--- Records for this exercise ---
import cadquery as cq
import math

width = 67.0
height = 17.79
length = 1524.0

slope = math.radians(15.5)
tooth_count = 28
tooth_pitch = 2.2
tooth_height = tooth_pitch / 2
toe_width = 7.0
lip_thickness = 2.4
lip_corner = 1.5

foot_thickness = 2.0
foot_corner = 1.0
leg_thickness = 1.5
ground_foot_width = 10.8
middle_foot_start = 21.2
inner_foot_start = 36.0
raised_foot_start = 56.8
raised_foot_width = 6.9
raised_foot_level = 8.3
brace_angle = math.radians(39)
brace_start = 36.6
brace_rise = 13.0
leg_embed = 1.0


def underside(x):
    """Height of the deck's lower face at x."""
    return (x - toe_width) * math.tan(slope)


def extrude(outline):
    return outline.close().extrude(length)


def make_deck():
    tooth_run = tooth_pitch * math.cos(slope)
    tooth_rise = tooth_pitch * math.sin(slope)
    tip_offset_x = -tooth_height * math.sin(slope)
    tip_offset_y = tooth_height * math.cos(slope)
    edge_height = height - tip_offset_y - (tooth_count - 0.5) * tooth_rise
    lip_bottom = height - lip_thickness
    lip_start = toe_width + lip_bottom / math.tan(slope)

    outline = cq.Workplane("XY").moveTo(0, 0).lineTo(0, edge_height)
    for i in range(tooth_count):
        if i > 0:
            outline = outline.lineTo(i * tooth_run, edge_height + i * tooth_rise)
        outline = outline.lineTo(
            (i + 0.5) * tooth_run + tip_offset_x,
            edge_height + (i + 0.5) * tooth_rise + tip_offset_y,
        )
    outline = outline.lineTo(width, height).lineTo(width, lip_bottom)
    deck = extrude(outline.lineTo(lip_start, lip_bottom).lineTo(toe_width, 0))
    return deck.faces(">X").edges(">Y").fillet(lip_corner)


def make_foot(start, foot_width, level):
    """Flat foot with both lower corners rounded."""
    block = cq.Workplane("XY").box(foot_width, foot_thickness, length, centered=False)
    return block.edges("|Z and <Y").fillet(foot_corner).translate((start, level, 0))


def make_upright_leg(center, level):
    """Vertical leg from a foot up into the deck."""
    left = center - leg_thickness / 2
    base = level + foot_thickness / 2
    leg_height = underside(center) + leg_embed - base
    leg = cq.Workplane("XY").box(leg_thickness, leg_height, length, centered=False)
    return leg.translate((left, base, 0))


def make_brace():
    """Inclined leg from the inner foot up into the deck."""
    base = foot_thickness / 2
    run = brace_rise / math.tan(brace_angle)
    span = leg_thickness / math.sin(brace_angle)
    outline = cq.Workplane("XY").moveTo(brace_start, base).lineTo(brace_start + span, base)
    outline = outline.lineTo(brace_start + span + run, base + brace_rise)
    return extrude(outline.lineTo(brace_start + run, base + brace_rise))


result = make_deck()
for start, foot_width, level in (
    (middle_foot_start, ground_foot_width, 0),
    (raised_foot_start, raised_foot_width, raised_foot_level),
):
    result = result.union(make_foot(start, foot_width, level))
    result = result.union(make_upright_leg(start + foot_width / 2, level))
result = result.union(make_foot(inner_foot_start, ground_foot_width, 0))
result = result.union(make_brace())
---
Task requirements ::
Starting with the line above that holds "slope = math.radians(15.5)" and stopping with the line that holds "raised_foot_start = 56.8", reproduce each line exactly, omitting all other lines.

Expected answer ::
slope = math.radians(15.5)
tooth_count = 28
tooth_pitch = 2.2
tooth_height = tooth_pitch / 2
toe_width = 7.0
lip_thickness = 2.4
lip_corner = 1.5

foot_thickness = 2.0
foot_corner = 1.0
leg_thickness = 1.5
ground_foot_width = 10.8
middle_foot_start = 21.2
inner_foot_start = 36.0
raised_foot_start = 56.8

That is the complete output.